Female ISIS fighters are attacking the children of Khaled Sharrouf and other Australians
Women and children, including those of dead Australian terrorist Khaled Sharrouf, who say they regret joining ISIS in Syria are being attacked by female extremists while living in overcrowded camps.
Sharrouf’s 17-year-old pregnant daughter Zaynab Sharrouf, her siblings Hoda, 16, and Humzeh, eight, and Zaynab’s two children are living in a camp at al-Hawl near the Iraq border, having moved there when ISIS lost control of the Syrian village Baghouz in March.
Five Australians among 73,000 people living at the camp have said they regret travelling to the Middle East to support ISIS.
They have been targeted by female extremists within the camp and have had their tents slashed for speaking out, the Washington Post reported.

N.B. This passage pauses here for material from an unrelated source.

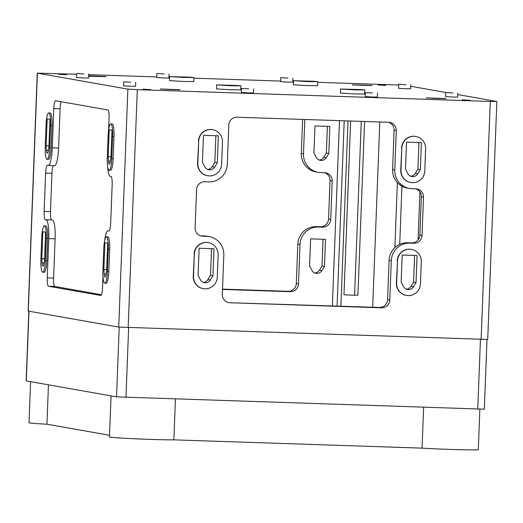 <?xml version="1.0" encoding="UTF-8"?>
<svg xmlns="http://www.w3.org/2000/svg" width="523" height="523" viewBox="0 0 523 523"><rect width="100%" height="100%" fill="white"/><g stroke="black" fill="none" stroke-linecap="round" stroke-linejoin="round"><path stroke-width="0.78" d="M170.426 89.433L170.426 89.348A16.135 15.84 100 0 0 167.229 89.472A16.148 16.148 0 0 1 168.21 89.368M172.832 89.695A16.135 15.84 100 0 0 172.459 89.61A15.945 2.988 -88.1 0 0 172.244 89.675M168.118 89.518A16.095 15.808 -80 0 1 170.812 89.453A16.141 3.027 91.9 0 1 171.028 89.629M93.31 76.423A16.148 16.148 0 0 1 96.598 76.299A16.141 3.027 91.9 0 1 96.748 76.325A16.141 15.853 100 0 0 93.656 76.436M97.363 76.587A15.906 15.618 100 0 0 96.742 76.508M98.703 76.574A16.148 16.148 0 0 1 99.056 76.646A16.141 15.853 100 0 0 98.782 76.593A15.945 2.988 -88.1 0 0 98.703 76.574A15.945 2.988 -88.1 0 0 98.331 76.62M434.848 98.331L434.855 98.213A16.135 15.84 100 0 0 433.142 98.363A16.148 16.148 0 0 1 434.123 98.252M438.751 98.579A16.135 15.84 100 0 0 436.895 98.278A16.115 3.02 -88.1 0 0 436.437 98.501M437.47 98.533A16.115 3.02 -88.1 0 0 437.28 98.383A16.095 15.808 -80 0 1 438.607 98.572M434.031 98.402A16.095 15.808 -80 0 1 435.241 98.317A16.115 3.02 91.9 0 1 435.424 98.461M359.223 85.308A16.148 16.148 0 0 1 361.033 85.157A16.121 3.02 91.9 0 1 361.164 85.171A16.121 3.02 91.9 0 1 361.236 85.19A16.141 15.853 100 0 0 359.569 85.327M363.145 85.236A16.148 16.148 0 0 1 364.969 85.53A16.141 15.853 100 0 0 363.276 85.262A16.115 3.02 -88.1 0 0 363.145 85.236A16.115 3.02 -88.1 0 0 362.655 85.399A15.906 15.618 100 0 0 361.23 85.314M231.035 85.752L216.672 84.889L237.344 85.458L240.881 85.818L231.035 85.752M240.881 85.818L240.724 89.851L230.878 89.786L216.522 88.923L216.672 84.889M354.901 89.891L340.545 89.028L361.216 89.596L364.753 89.956L354.901 89.891M364.753 89.956L364.596 93.99L354.751 93.924L340.388 93.061L340.545 89.028M184.031 77.45L169.674 76.587L190.346 77.156L193.883 77.522L184.031 77.45M193.883 77.522L193.726 81.549L183.88 81.483L169.517 80.62L169.674 76.587M307.903 81.595L293.54 80.725L314.212 81.3L317.749 81.66L307.903 81.595M317.749 81.66L317.598 85.694L307.746 85.622L293.39 84.759L293.54 80.725M130.809 82.242L123.631 81.81L130.809 82.242M135.732 82.274L135.581 86.308L130.652 86.275L123.474 85.844L123.631 81.81M83.811 73.939L76.626 73.508L83.811 73.939M88.733 73.972L88.577 78.005L83.654 77.973L76.476 77.541L76.626 73.508M452.872 93.002L445.694 92.571L452.872 93.002M457.795 93.035L457.638 97.069L452.715 97.036L445.537 96.605L445.694 92.571M405.874 84.706L398.689 84.275L405.874 84.706M410.797 84.739L410.64 88.773L405.717 88.733L398.539 88.302L398.689 84.275M248.706 88.871L241.528 88.439L248.706 88.871M253.629 88.903L253.472 92.937L248.549 92.904L241.371 92.473L241.528 88.439M372.579 93.009L365.394 92.578L372.579 93.009M377.501 93.042L377.345 97.075L372.422 97.043L365.244 96.611L365.394 92.578M164.104 73.933L156.926 73.501L164.104 73.933M169.027 73.965L168.87 77.999L163.947 77.966L156.769 77.535L156.926 73.501M287.977 78.071L280.792 77.639L287.977 78.071M292.9 78.104L292.743 82.137L287.82 82.104L280.642 81.673L280.792 77.639M41.807 258.663L42.847 231.741L45.632 232.232L44.599 259.153L43.971 263.383A5.773 1.079 -88.1 0 1 42.958 266.102A5.773 1.079 -88.1 0 1 42.108 263.049L41.807 258.663L44.618 258.754M103.855 269.62L104.888 242.698L107.673 243.188L106.64 270.11L106.012 274.333A5.773 1.079 -88.1 0 1 104.999 277.059A5.773 1.079 -88.1 0 1 104.149 274.006L103.855 269.62L106.659 269.711M108.189 156.691L109.222 129.769L112.014 130.26L110.981 157.181L110.353 161.404A5.773 1.079 -88.1 0 1 109.34 164.13A5.773 1.079 -88.1 0 1 108.49 161.077L108.189 156.691L110.994 156.782M46.148 145.734L47.181 118.813L49.973 119.303L48.94 146.224L48.312 150.454A5.773 1.079 -88.1 0 1 47.299 153.174A5.773 1.079 -88.1 0 1 46.449 150.121L46.148 145.734L48.953 145.825M53.464 165.588A8.074 1.51 -88.1 0 0 51.947 173.283L50.476 211.599A8.074 1.51 -88.1 0 0 51.672 219.928L46.083 219.85A18.168 3.406 -88.1 0 1 48.77 238.599L47.253 277.922A8.074 1.51 -88.1 0 0 48.449 286.251L100.717 295.482A8.074 1.51 -88.1 0 0 100.756 295.488A8.074 1.51 -88.1 0 0 102.528 287.683L102.966 276.294M101.442 294.704L54.791 286.467A8.074 1.51 -88.1 0 1 53.601 278.131L55.111 238.808A18.168 3.406 -88.1 0 0 52.424 220.065M61.191 101.717A8.074 1.51 -88.1 0 0 60.106 108.738L58.596 148.061L52.254 147.852A18.168 3.406 -88.1 0 1 48.26 165.412L54.601 165.628A18.168 3.406 -88.1 0 0 58.596 148.061M48.26 165.412A18.168 3.406 -88.1 0 1 48.168 165.405L47.416 165.268A8.074 1.51 -88.1 0 0 47.377 165.268A8.074 1.51 -88.1 0 0 45.606 173.074L44.135 211.39A8.074 1.51 -88.1 0 0 45.331 219.719L46.083 219.85M108.581 130.07L109.039 118.29A8.074 1.51 -88.1 0 0 107.843 109.954L55.575 100.73A8.074 1.51 -88.1 0 0 55.536 100.723A8.074 1.51 -88.1 0 0 53.764 108.529L52.254 147.852M107.62 166.562A18.168 3.406 -88.1 0 0 110.216 176.356L110.968 176.493A8.074 1.51 -88.1 0 1 112.157 184.822L110.686 223.138A8.074 1.51 -88.1 0 1 108.915 230.944A8.074 1.51 -88.1 0 1 108.876 230.937L108.124 230.806A18.168 3.406 -88.1 0 0 108.032 230.8A18.168 3.406 -88.1 0 0 104.698 240.397M407.646 242.75A18.168 17.841 -80 0 0 389.112 260.304L387.602 299.627A8.074 7.93 -80 0 1 379.365 307.432L229.93 302.752L381.548 307.818A8.074 7.93 100 0 0 389.785 300.012L391.296 260.689A18.168 17.841 100 0 1 409.829 243.136L413.791 243.273A8.074 7.93 100 0 0 422.028 235.468L423.506 197.151A8.074 7.93 100 0 0 415.883 188.823A8.074 7.93 -80 0 1 421.322 196.772L419.851 235.082A8.074 7.93 -80 0 1 411.614 242.888L407.646 242.75L409.829 243.136M394.78 169.942A18.168 17.841 100 0 0 409.457 188.43L407.28 188.051A18.168 17.841 -80 0 1 392.603 169.563L394.78 169.942L396.29 130.619A8.074 7.93 100 0 0 388.674 122.29L237.056 117.224A8.074 7.93 100 0 0 228.819 125.023L227.309 164.346A18.168 17.841 100 0 1 208.775 181.899L204.813 181.769A8.074 7.93 100 0 0 196.57 189.568L195.099 227.884A8.074 7.93 100 0 0 202.721 236.219L206.683 236.35A18.168 17.841 100 0 1 209.141 236.605L206.964 236.219A18.168 17.841 -80 0 0 204.5 235.965L200.544 235.834M388.661 122.29A8.074 7.93 -80 0 1 394.113 130.24L392.603 169.563M414.602 255.453L413.575 282.126L410.954 286.369A5.858 5.746 -80 0 1 406.319 289.121M418.943 142.524L417.916 169.197L415.295 173.44A5.858 5.746 -80 0 1 410.66 176.192M215.875 135.738L214.848 162.411L212.227 166.654A5.858 5.746 -80 0 1 207.592 169.406M211.534 248.667L210.508 275.34L207.886 279.583A5.858 5.746 -80 0 1 203.251 282.335M350.652 121.022L343.977 294.724L348.076 295.024L357.909 295.214L364.583 121.486M222.504 289.435L290.252 291.697A8.074 7.93 100 0 0 298.489 283.897L299.999 244.574A18.168 17.841 100 0 1 318.533 227.021L322.501 227.152A8.074 7.93 100 0 0 330.739 219.346L332.21 181.036A8.074 7.93 100 0 0 324.593 172.701L320.625 172.57A18.168 17.841 100 0 1 318.167 172.315L315.984 171.93A18.168 17.841 100 0 1 301.307 153.442L302.614 119.414M301.307 153.442L303.484 153.827L304.804 119.486M303.484 153.827A18.168 17.841 100 0 0 318.167 172.315M310.636 238.867L309.603 265.893L311.891 270.299A5.858 5.746 100 0 0 321.841 270.633L324.463 266.39L325.502 239.364L310.636 238.867M314.977 125.938L313.937 152.964L316.225 157.371A5.858 5.746 100 0 0 326.182 157.704L328.804 153.461L329.843 126.435L314.977 125.938M103.783 248.51L102.926 270.692A12.114 2.269 -88.1 0 0 104.777 283.198A12.114 2.269 -88.1 0 0 107.437 271.489L108.294 249.308A12.114 2.269 -88.1 0 0 106.444 236.801A12.114 2.269 -88.1 0 0 103.783 248.51M108.117 135.581L107.267 157.763A12.114 2.269 -88.1 0 0 109.117 170.269A12.114 2.269 -88.1 0 0 111.778 158.561L112.628 136.379A12.114 2.269 -88.1 0 0 110.778 123.873A12.114 2.269 -88.1 0 0 108.117 135.581M41.742 237.553L40.886 259.741A12.114 2.269 -88.1 0 0 42.736 272.241A12.114 2.269 -88.1 0 0 45.396 260.532L46.253 238.351A12.114 2.269 -88.1 0 0 44.403 225.851A12.114 2.269 -88.1 0 0 41.742 237.553M46.076 124.631L45.226 146.813A12.114 2.269 -88.1 0 0 47.077 159.312A12.114 2.269 -88.1 0 0 49.737 147.604L50.587 125.422A12.114 2.269 -88.1 0 0 48.737 112.922A12.114 2.269 -88.1 0 0 46.076 124.631M212.953 275.771L210.331 280.014A5.858 5.746 100 0 1 200.381 279.681L198.093 275.275L199.126 248.248L213.992 248.745L212.953 275.771L210.508 275.34M217.293 162.843L214.672 167.085A5.858 5.746 100 0 1 204.715 166.752L202.427 162.346L203.467 135.32L218.333 135.817L217.293 162.843L214.848 162.411M420.361 169.629L417.74 173.871A5.858 5.746 100 0 1 407.783 173.538L405.495 169.132L406.534 142.106L421.401 142.602L420.361 169.629L417.916 169.197M328.804 153.461L326.359 153.03L323.737 157.273A5.858 5.746 100 0 1 319.102 160.025M327.385 126.357L326.359 153.03M416.02 282.557L413.399 286.8A5.858 5.746 100 0 1 403.449 286.467L401.161 282.06L402.194 255.034L417.06 255.531L416.02 282.557L413.575 282.126M324.463 266.39L322.018 265.959L319.396 270.201A5.858 5.746 100 0 1 314.761 272.954M323.044 239.286L322.018 265.959M194.36 254.145L193.503 276.334A12.114 11.892 100 0 0 203.29 288.657A12.114 11.892 100 0 0 217.287 277.125L218.137 254.943A12.114 11.892 100 0 0 208.357 242.62A12.114 11.892 100 0 0 194.36 254.145L193.242 276.281A12.114 11.892 -80 0 0 203.029 288.611L203.29 288.657M198.694 141.217L197.844 163.405A12.114 11.892 100 0 0 207.631 175.728A12.114 11.892 100 0 0 221.628 164.196L222.478 142.014A12.114 11.892 100 0 0 212.691 129.691A12.114 11.892 100 0 0 198.694 141.217L197.583 163.353A12.114 11.892 -80 0 0 207.363 175.682L207.631 175.728M401.841 148.009L400.991 170.191A12.114 11.892 100 0 0 410.777 182.514A12.114 11.892 100 0 0 424.774 170.988L425.624 148.8A12.114 11.892 100 0 0 415.837 136.477A12.114 11.892 100 0 0 401.841 148.009L400.729 170.145A12.114 11.892 -80 0 0 410.509 182.468L410.777 182.514M397.506 260.938L396.65 283.12A12.114 11.892 100 0 0 406.436 295.443A12.114 11.892 100 0 0 420.433 283.911L421.29 261.729A12.114 11.892 100 0 0 411.503 249.406A12.114 11.892 100 0 0 397.506 260.938L396.388 283.074A12.114 11.892 -80 0 0 406.175 295.397L406.436 295.443M150.67 89.61L142.897 89.139L150.67 89.61M66.598 74.763L58.818 74.299L66.598 74.763M385.882 85.432L378.109 84.968L385.882 85.432M469.961 100.279L462.182 99.815L469.961 100.279M457.736 94.571L496.706 101.455L490.286 101.455L137.307 89.662L127.874 89.132L37.408 73.155L76.6 74.253M88.707 74.658L156.795 76.933M168.896 77.332L169.642 77.358M193.856 78.169L280.661 81.072M292.769 81.477L293.514 81.496M317.723 82.307L398.663 85.02M410.738 86.275L446.152 92.525M496.85 101.501L487.711 339.46L118.734 327.084L28.124 311.067L37.264 73.109M48.737 112.922L50.123 112.968A12.114 2.269 91.9 0 1 51.98 125.468L51.123 147.656A12.114 2.269 91.9 0 1 48.462 159.358L47.077 159.312M44.403 225.851L45.789 225.897A12.114 2.269 91.9 0 1 47.639 238.396L46.789 260.585A12.114 2.269 91.9 0 1 44.128 272.287L42.736 272.241M110.778 123.873L112.164 123.918A12.114 2.269 91.9 0 1 114.021 136.425L113.164 158.606A12.114 2.269 91.9 0 1 110.503 170.315L109.117 170.269M106.444 236.801L107.83 236.847A12.114 2.269 91.9 0 1 109.68 249.353L108.83 271.535A12.114 2.269 91.9 0 1 106.169 283.244L104.777 283.198M209.141 236.605A18.168 17.841 100 0 1 223.824 255.093L222.314 294.416A8.074 7.93 100 0 0 229.93 302.752M409.457 188.43A18.168 17.841 100 0 0 411.921 188.692L415.883 188.823M397.238 260.892A12.114 11.892 -80 0 1 411.241 249.36L411.503 249.406M401.579 147.963A12.114 11.892 -80 0 1 415.576 136.431L415.837 136.477M198.433 141.171A12.114 11.892 -80 0 1 212.43 129.645L212.691 129.691M194.092 254.1A12.114 11.892 -80 0 1 208.089 242.574L208.357 242.62M222.517 289.121L288.068 291.311A8.074 7.93 100 0 0 296.306 283.512L297.822 244.189L299.999 244.574M324.58 172.701A8.074 7.93 100 0 1 330.026 180.651L328.555 218.967A8.074 7.93 100 0 1 320.318 226.766L316.356 226.636A18.168 17.841 100 0 0 297.822 244.189M109.549 435.273L46.946 424.218A34.322 0.896 -177.8 0 1 29.02 422.734L30.596 381.685M479.859 409.208L478.31 449.61A34.322 0.896 -177.8 0 1 458.54 449.669A34.322 0.896 -177.8 0 1 422.048 448.139L173.865 439.85A34.322 0.896 -177.8 0 1 135.267 438.804A34.322 0.896 -177.8 0 1 109.484 436.947L111.059 395.891M423.617 407.339L422.048 448.139M175.427 399.042L173.865 439.85M48.456 384.843L46.946 424.218M486.998 339.519L484.318 409.189L116.531 396.859L26.15 380.881L28.824 311.211M359.491 85.321L361.164 85.171M180.017 89.662L160.195 89.002L180.017 89.662M445.929 98.553L426.108 97.886L445.929 98.553M105.744 76.731L89.348 76.214L106.104 76.613L88.662 75.815M372.016 85.497L352.201 84.837L372.016 85.497M42.108 263.049L44.01 263.115M104.149 274.006L106.051 274.072M108.49 161.077L110.392 161.143M46.449 150.121L48.351 150.186M51.947 173.283L45.606 173.074M60.106 108.738L53.764 108.529M54.791 286.467L48.449 286.251M53.601 278.131L47.253 277.922M55.111 238.808L48.77 238.599M51.672 219.928L45.331 219.719M50.476 211.599L44.135 211.39M399.722 244.346L401.952 186.188M394.872 247.614L397.369 182.605M340.885 306.145L348.004 120.931M372.677 307.21L379.79 121.996M337.093 306.02L344.206 120.806M332.373 305.863L339.492 120.65M210.331 280.014L207.886 279.583M214.672 167.085L212.227 166.654M417.74 173.871L415.295 173.44M413.399 286.8L410.954 286.369M28.262 311.113L37.408 73.155M118.734 327.084L127.874 89.132M128.161 327.62L137.307 89.662M481.14 339.414L490.286 101.455M394.113 130.24L396.29 130.619M204.5 235.965L206.683 236.35M200.557 235.834L202.721 236.219M421.322 196.772L423.506 197.151M419.851 235.082L422.028 235.468M411.614 242.888L413.791 243.273M389.112 260.304L391.296 260.689M387.602 299.627L389.785 300.012M379.365 307.432L381.548 307.818M288.068 291.311L290.252 291.697M296.306 283.512L298.489 283.897M316.356 226.636L318.533 227.021M320.318 226.766L322.501 227.152M328.555 218.967L330.739 219.346M330.026 180.651L332.21 181.036M354.587 295.214L361.269 121.375M321.841 270.633L319.396 270.201M326.182 157.704L323.737 157.273M50.587 125.422L51.98 125.468M49.737 147.604L51.123 147.656M46.253 238.351L47.639 238.396M45.396 260.532L46.789 260.585M112.628 136.379L114.021 136.425M111.778 158.561L113.164 158.606M108.294 249.308L109.68 249.353M107.437 271.489L108.83 271.535M477.754 409.149L480.434 339.388M26.294 380.927L28.968 311.237M116.531 396.859L119.211 327.15M125.965 397.388L128.645 327.633M160.554 89.054L179.651 89.786M426.467 97.938L445.57 98.67M352.554 84.883L371.657 85.622M419.93 191.889L418.086 239.861"/></g></svg>

Director of terrorism at Charles Sturt University, Levi West, said the camp worked in a similar way to prison, saying there was an ‘established gang’ in control.
‘If they happen to be the toughest and meanest gang on that cell block, then there’s probably some utility in either joining that gang or tolerating what it goes on about, so you can survive,’ Mr West told The Australian.
‘So I think there’s a similar dynamic as that where people might find it necessary to affiliate with or go along with elements in the refugee camp.’
Robert Van Aalst, a lawyer for the Sharrouf children’s grandmother Karen Nettleton, said the family are desperate to return to Australia.
Mystery benefactors have offered the children of terrorist Khaled Sharrouf free accommodation and money for healthcare and education once they escape their Syrian hellhole.
‘Wealthy people’, who won’t be publicly named, have stunned the orphans with generous offers of help, family lawyer Robert Van Aalst said.
‘I can’t believe people who don’t even know us want to help us,’ one of the children wrote to their grandmother Karen Nettleton and supporter Mr Van Aalst.
Orphans Zaynab, 17, Hoda, 16, and Humzeh Sharrouf, eight, have spent almost five years under the thumb of the Islamic State in Syria.
Convicted criminal Khaled brought the family over to the Middle East in December 2013 after fleeing Australia on his brother’s passport.
He and his two eldest boys, Abdullah, 12, and Zarqawi, 11, died in a Coalition airstrike. The children’s mother Tara Nettleton died following complications from appendicitis in 2015.
The orphans were last month reunited with their determined grandmother Karen Nettleton, who found them at the Al Hawl refugee camp.
But their planned return home has been slow-walked by the Australian government, which has not signed off on a plan to get them out of the disease-riddled camp.
Their desperation to escape Syria has only deepened with mother-of-two Zaynab seven months pregnant and surrounded by squalour.
When and if the children return home, Mr Van Aalst said they would live with Ms Nettleton – who had been given an incredible level of support.
‘We’ve been very lucky,’ he told Daily Mail Australia.
‘There are people, who I can’t name, wealthy people, who have said to us, they’ll provide funding for education and funding for medical help.
Prime Minister Scott Morrison has ruled out sending Australians to Syria to bring people back, saying it was a ‘very dangerous part of the world’.
‘Once we have them out and back home, they’ve said … we want to fund their progress from having been in a war zone for five years to getting back into a normal society.’
Mr Van Aalst said none of the children have ‘any affiliation’ with the ideals of their father or ISIS.
‘The kids have always steadfastly wanted to come home, the conversations between the kids and Karen have always been of love. I have never heard one word of resentment, they miss Australia,’ he told Nine News.
Zaynab Sharrouf described her desperation to escape the camp’s harrowing conditions when she and her siblings were reunited with their Australian grandmother Karen Nettleton.
‘I think that’s my biggest fear, to give birth here because I’ve heard a lot of stories of people giving birth inside their tent and a lot of them haven’t worked out properly,’ Zaynab told Four Corners.
‘It’s a big fear for me because I’m scared for that. Some children have made it, some children have died. It’s not a big chance that they’ll live, not a big chance.’
Even inside their tent, Zaynab and her sister Hoda wouldn’t remove their veils because wearing the niqab is strictly enforced at the camp.